(EXERCISE MATERIALS begins)

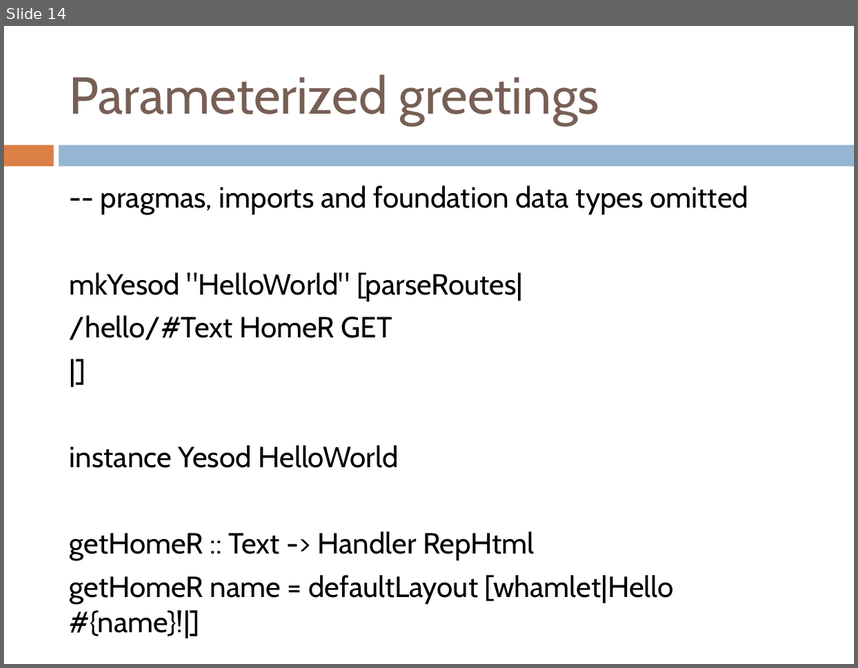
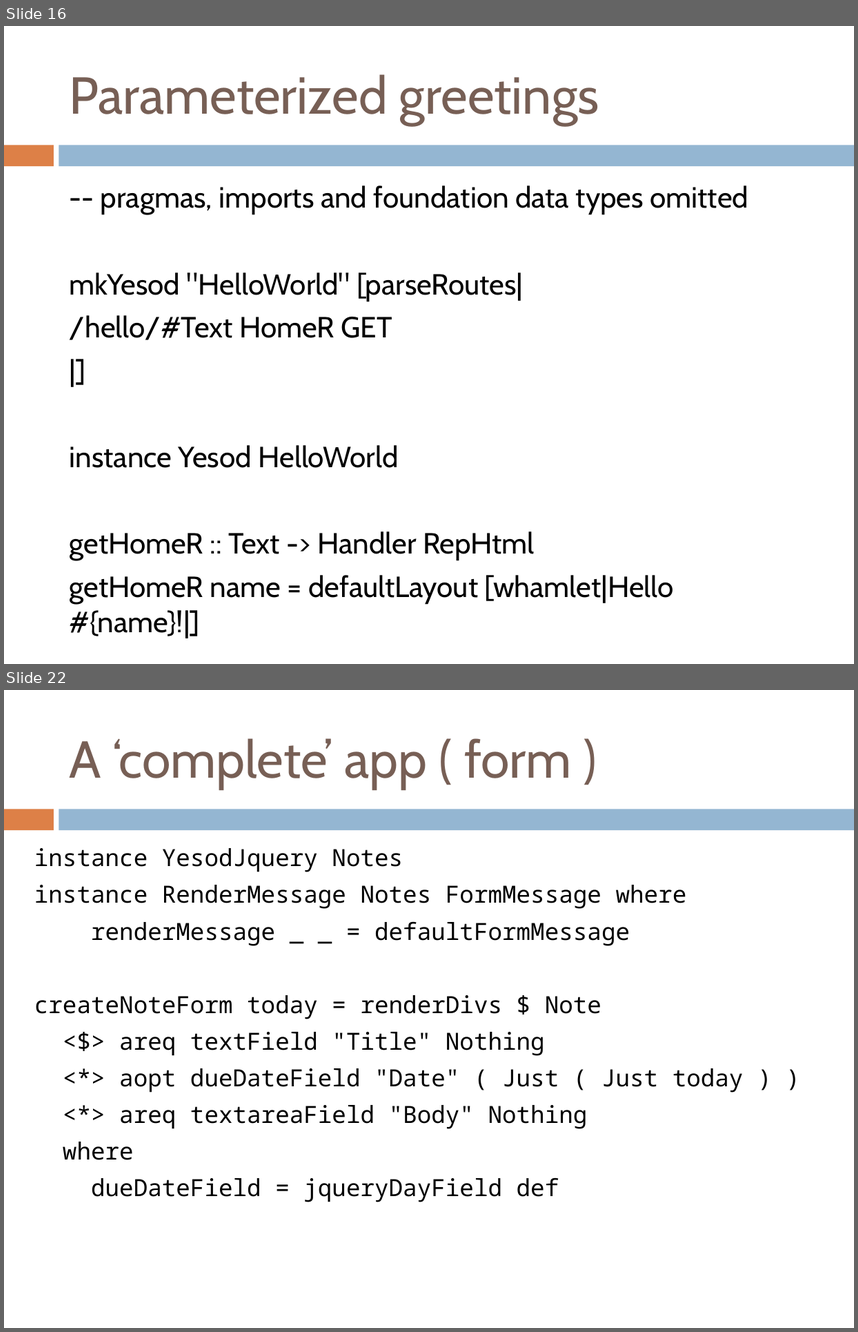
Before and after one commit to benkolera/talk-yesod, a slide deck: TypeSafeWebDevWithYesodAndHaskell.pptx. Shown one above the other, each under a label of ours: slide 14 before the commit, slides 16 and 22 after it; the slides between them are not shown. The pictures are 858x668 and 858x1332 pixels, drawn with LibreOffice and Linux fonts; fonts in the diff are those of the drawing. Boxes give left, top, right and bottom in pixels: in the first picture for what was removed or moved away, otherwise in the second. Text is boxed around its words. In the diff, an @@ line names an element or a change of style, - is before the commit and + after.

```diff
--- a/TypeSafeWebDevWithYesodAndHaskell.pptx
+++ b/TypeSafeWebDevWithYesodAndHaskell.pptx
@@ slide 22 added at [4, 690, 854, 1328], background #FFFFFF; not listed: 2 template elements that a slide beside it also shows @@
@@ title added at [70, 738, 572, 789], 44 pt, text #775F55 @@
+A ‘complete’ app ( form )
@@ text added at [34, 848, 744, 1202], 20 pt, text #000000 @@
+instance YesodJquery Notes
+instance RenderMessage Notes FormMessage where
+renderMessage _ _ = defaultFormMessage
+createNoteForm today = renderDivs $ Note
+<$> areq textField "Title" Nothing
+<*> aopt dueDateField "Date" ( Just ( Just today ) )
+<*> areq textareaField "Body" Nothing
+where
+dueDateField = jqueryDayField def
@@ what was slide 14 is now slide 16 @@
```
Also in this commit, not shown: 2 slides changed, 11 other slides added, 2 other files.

(EXERCISE MATERIALS ends)

## YOUR GOAL
What lines in the listing include the string "commit"? Copy them out.

## EXERCISE OUTPUT
Before and after one commit to benkolera/talk-yesod, a slide deck: TypeSafeWebDevWithYesodAndHaskell.pptx. Shown one above the other, each under a label of ours: slide 14 before the commit, slides 16 and 22 after it; the slides between them are not shown. The pictures are 858x668 and 858x1332 pixels, drawn with LibreOffice and Linux fonts; fonts in the diff are those of the drawing. Boxes give left, top, right and bottom in pixels: in the first picture for what was removed or moved away, otherwise in the second. Text is boxed around its words. In the diff, an @@ line names an element or a change of style, - is before the commit and + after.
Also in this commit, not shown: 2 slides changed, 11 other slides added, 2 other files.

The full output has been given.